Application closes: 21 August, 2020
Confirmation to accepted students: 28 August, 2020
For questions about the course, please contact Rui Benfeitas (firstname.lastname@example.org), Nikolay Oskolkov (email@example.com), or Ashfaq Ali (firstname.lastname@example.org)
The aim of this workshop is to provide an integrated view of biological network construction and integration, constraint-based modelling, multi-omics integration through Machine Learning, and data-driven hypothesis generation. A general description of different methods for analysing different omics data (e.g. transcriptomics and genomics) will be presented with some of the lectures discussing key methods in their integration. The techniques will be discussed in terms of their rationale and applicability, with a particular focus on possible confounding factors. The course will also include hands-on sessions and invited speaker seminars.
Some of the covered topics include:
- Data wrangling in omics studies;
- Condition-specific and personalized modeling through Genome-scale Metabolic models based on integration of transcriptomic, proteomic and metabolomic data;
- Biological network inference, community and topology analysis and visualization;
- Identification of key biological functions and pathways;
- Identification of potential biomarkers and targetable genes through modeling and biological network analysis;
- Application of key machine learning methods for multi-omics analysis including deep learning;
- Multi-omics integration, clustering and dimensionality reduction;
- Similarity network fusion and Recommender systems;
- Integrated data visualization techniques
Further details about the course content may be found on the course homepage
The course is aimed at M.Sc., PhD- or postdoc-level researchers with basic programming experience (e.g. R, Python, Matlab). We will not discuss how to process the raw omics data and the students are referred to other NBIS courses for this matter.

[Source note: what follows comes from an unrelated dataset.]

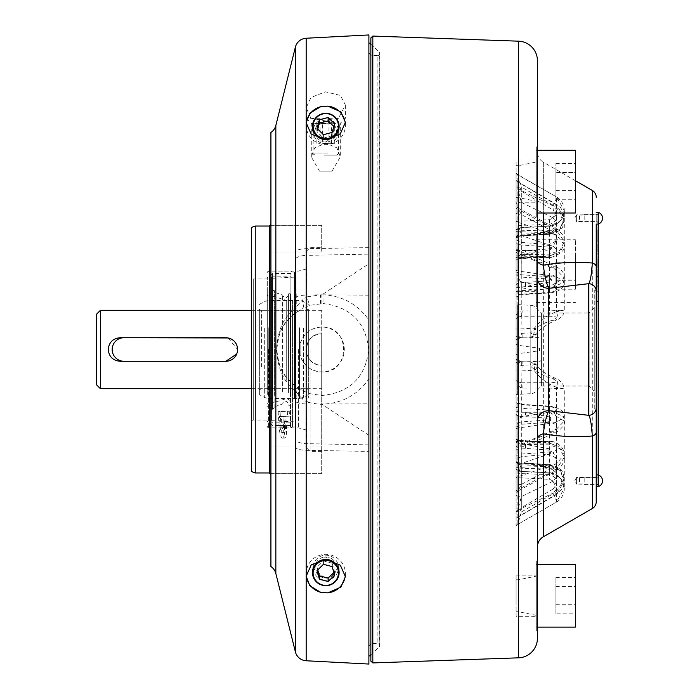 <?xml version="1.0" encoding="UTF-8"?>
<svg xmlns="http://www.w3.org/2000/svg" width="699" height="699" viewBox="0 0 699 699"><rect width="100%" height="100%" fill="white"/><g stroke="black" fill="none" stroke-linecap="round" stroke-linejoin="round"><path stroke-width="0.52" stroke-dasharray="3.5 2.62" d="M267.673 394.83L267.673 277.494L267.673 394.83M269.028 304.432L269.028 421.086L269.028 304.432M267.673 385.263L267.673 292.689L267.673 385.263M269.028 313.475L269.028 406.731L269.028 313.475M272.4 387.132L272.4 289.718L272.4 387.132M271.728 311.693L271.728 409.553L271.728 311.693M272.4 394.323L272.4 278.298L272.4 394.323M271.728 304.694L271.728 420.667L271.728 304.694M290.487 300.151L290.487 427.893L290.487 300.151M292.523 300.771L292.523 426.906L292.523 300.771M269.036 398.849L269.036 271.107L269.036 398.849M266.992 398.229L266.992 272.094L266.992 398.229M266.992 304.039L266.992 421.715L266.992 304.039M294.428 395.057L294.428 277.127L294.428 395.057M271.728 405.874L271.728 276.944L271.728 405.874M269.028 405.874L269.028 276.944L269.028 405.874M294.428 398.229L294.428 272.094L294.428 398.229M290.906 395.669L290.906 276.157L290.906 395.669M290.906 397.373L290.906 273.458L290.906 397.373M274.864 394.664L274.864 291.378L274.864 394.664M274.864 313.554L274.864 406.591L274.864 313.554M282.571 391.833L282.571 295.022L282.571 391.833M288.451 391.833L288.451 295.022L288.451 391.833M288.451 392.55L288.451 294.087L288.451 392.55M286.704 380.343L286.704 300.509L286.704 380.343M290.513 381.768L290.513 298.246L290.513 381.768M266.992 391.676L266.992 295.214L266.992 391.676M266.992 385.132L266.992 292.898L266.992 385.132M290.513 392.55L290.513 294.087L290.513 392.55M269.028 384.415L269.028 294.043L269.028 384.415M271.728 384.415L271.728 294.043L271.728 384.415M323.017 577.654A10.712 10.546 0 0 1 315.441 564.74A10.712 10.546 0 0 1 328.556 557.278A10.712 10.546 0 0 1 336.132 570.201A10.712 10.546 0 0 1 323.017 577.654M329.063 555.609A12.669 12.477 180 0 0 313.117 567.667A12.669 12.477 180 0 0 322.51 579.716A12.669 12.477 180 0 0 338.456 567.667A12.669 12.477 180 0 0 329.063 555.609M333.799 572.533L334.533 571.817L332.191 563.211L332.191 566.609M334.533 571.817L334.533 575.216M332.191 563.211L323.445 560.895L317.04 567.204L317.774 569.886M317.04 567.204L317.04 570.602M323.445 560.895L323.445 564.303M324.021 155.099L336.499 155.099L324.021 155.099M327.875 153.963L313.117 153.963L327.875 153.963M327.875 123.74L313.117 123.74L327.875 123.74M322.615 123.74L334.716 123.74L316.857 123.74L322.615 123.74L322.615 143.339L334.716 143.339L322.615 143.339M316.857 143.339L316.857 123.74M320.037 143.339L320.037 123.74M328.958 143.339L328.958 123.74M334.716 143.339L334.716 123.74M331.544 143.339L331.544 123.74M323.017 121.346A10.712 10.546 180 0 1 336.132 128.799A10.712 10.546 180 0 1 328.556 141.722A10.712 10.546 180 0 1 315.441 134.26A10.712 10.546 180 0 1 323.017 121.346M329.063 143.391A12.669 12.477 0 0 0 338.456 131.333A12.669 12.477 0 0 0 322.51 119.284A12.669 12.477 0 0 0 313.117 131.333A12.669 12.477 0 0 0 329.063 143.391M317.774 129.114L317.04 131.796L323.445 138.105L323.445 134.697M317.04 131.796L317.04 128.398M323.445 138.105L332.191 135.789L334.533 127.183L333.799 126.467M334.533 127.183L334.533 123.784M332.191 135.789L332.191 132.391M259.355 329.465L259.355 394.577L259.355 329.465M308.346 329.465L308.346 394.577L308.346 329.465M308.346 367.438L308.346 309.133L308.346 367.438M306.311 366.923L306.311 310.304L306.311 366.923M261.391 366.923L261.391 310.304L261.391 366.923M259.355 367.438L259.355 309.133L259.355 367.438M368.897 51.621L368.897 647.379L368.897 51.621A3.923 3.923 0 0 0 372.82 55.544L377.888 55.544L377.888 643.456L377.888 55.544A1.957 1.957 0 0 0 379.277 52.198L372.244 45.173A1.957 1.957 0 0 0 368.897 46.553L368.897 652.447L368.897 46.553M368.897 647.379A3.923 3.923 0 0 1 372.82 643.456L377.888 643.456A1.957 1.957 0 0 1 379.277 646.802L372.244 653.827A1.957 1.957 0 0 1 368.897 652.447M596.23 476.884L596.23 484.722L596.23 476.884L598.187 476.884L598.187 484.722L598.187 476.884M596.23 484.722L598.187 484.722M596.23 214.278L596.23 222.116L596.23 214.278L598.187 214.278L598.187 222.116L598.187 214.278M596.23 222.116L598.187 222.116M598.187 234.331L598.187 232.933M598.187 238.184L598.187 241.679M598.187 246.293L598.187 243.339L598.187 246.293M598.187 252.61L598.187 249.648L598.187 252.61M598.187 259.408L598.187 256.743L598.187 259.408M598.187 266.162L598.187 263.2L598.187 266.162M597.794 272.226L598.187 269.561L598.187 272.226M598.187 276.655L598.187 279.775L597.794 276.655M598.187 301.26L597.794 272.837L598.187 301.26L596.23 301.26L596.23 276.743L596.23 301.26M598.187 269.727L597.794 266.389L598.187 269.727M598.187 250.941L597.794 263.051L598.187 250.941M598.187 231.343L598.187 227.996L598.187 231.343M598.187 486.679L598.187 212.321M598.187 238.35L598.187 235.03M598.187 282.143L598.187 280.133L598.187 282.143M598.187 276.507L598.187 275.109M598.187 267.56L598.187 266.913L598.187 267.56M598.187 262.789L598.187 259.827L598.187 262.789M597.794 253.23L598.187 256.183L598.187 253.23M598.187 249.307L598.187 247.909M598.187 242.911L598.187 242.273L598.187 242.911M598.187 237.625L598.187 234.663L598.187 237.625M598.187 230.495L598.187 227.996L598.187 230.495M596.23 266.721L596.23 474.918L596.23 224.082L598.187 224.082M598.187 474.918L596.23 474.918L596.23 486.679L596.23 224.082M597.794 231.343L598.187 227.996L597.794 231.343M597.794 238.298L597.794 248.023L598.187 238.298M597.794 235.03L597.794 238.35M598.187 276.271L598.187 283.462L597.794 276.271M598.187 276.568L597.794 283.462L597.794 276.568M597.794 286.162L598.187 283.864L597.794 286.162M597.794 283.514L597.794 280.133L598.187 283.514M598.187 277.293L598.187 279.137L597.794 277.293M597.794 275.109L598.187 274.427M597.794 274.427L598.187 273.021M597.794 273.021L598.187 273.702M597.794 274.052L598.187 275.511M598.187 274.777L598.187 275.336M597.794 275.336L597.794 274.209L598.187 274.768M597.794 275.852L597.794 276.507M597.794 272.863L597.794 269.561L598.187 272.863M597.794 267.56L598.187 266.913L597.794 267.56M597.794 265.48L597.794 263.2L597.794 266.162L598.187 265.48M597.794 262.789L598.187 259.827L597.794 262.789M597.794 259.408L598.187 256.743L597.794 259.408M597.794 251.928L597.794 249.648L597.794 252.61L598.187 251.928M597.794 247.909L598.187 247.228M597.794 247.228L598.187 245.821M597.794 245.821L598.187 246.511M597.794 246.852L598.187 248.311M597.794 248.136L597.794 247.018L598.187 248.136M597.794 248.652L597.794 249.307M597.794 246.293L598.187 243.339L597.794 246.293M597.794 242.911L598.187 242.273L597.794 242.911M598.187 241.041L598.187 238.822M597.794 238.822L597.794 241.041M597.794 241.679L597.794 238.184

Basic programming experience in either R, Python, UNIX/Bash, or Matlab
Basic understanding of frequentist statistics
Ability to bring your own laptop with R, Python and Matlab installed for the practical exercises
Experience with analysis of omic data (e.g. metabolomics, proteomics, transcriptomics) and NGS analysis
Differential expression/abundance analysis
Completing NBIS courses “Introduction to Bioinformatics using NGS data”, “Introduction to biostatistics and machine learning”
A course fee of 2000 SEK will be invoiced to accepted participants. This includes lunches, coffee, snacks and course dinner. Please note that NBIS cannot invoice individuals.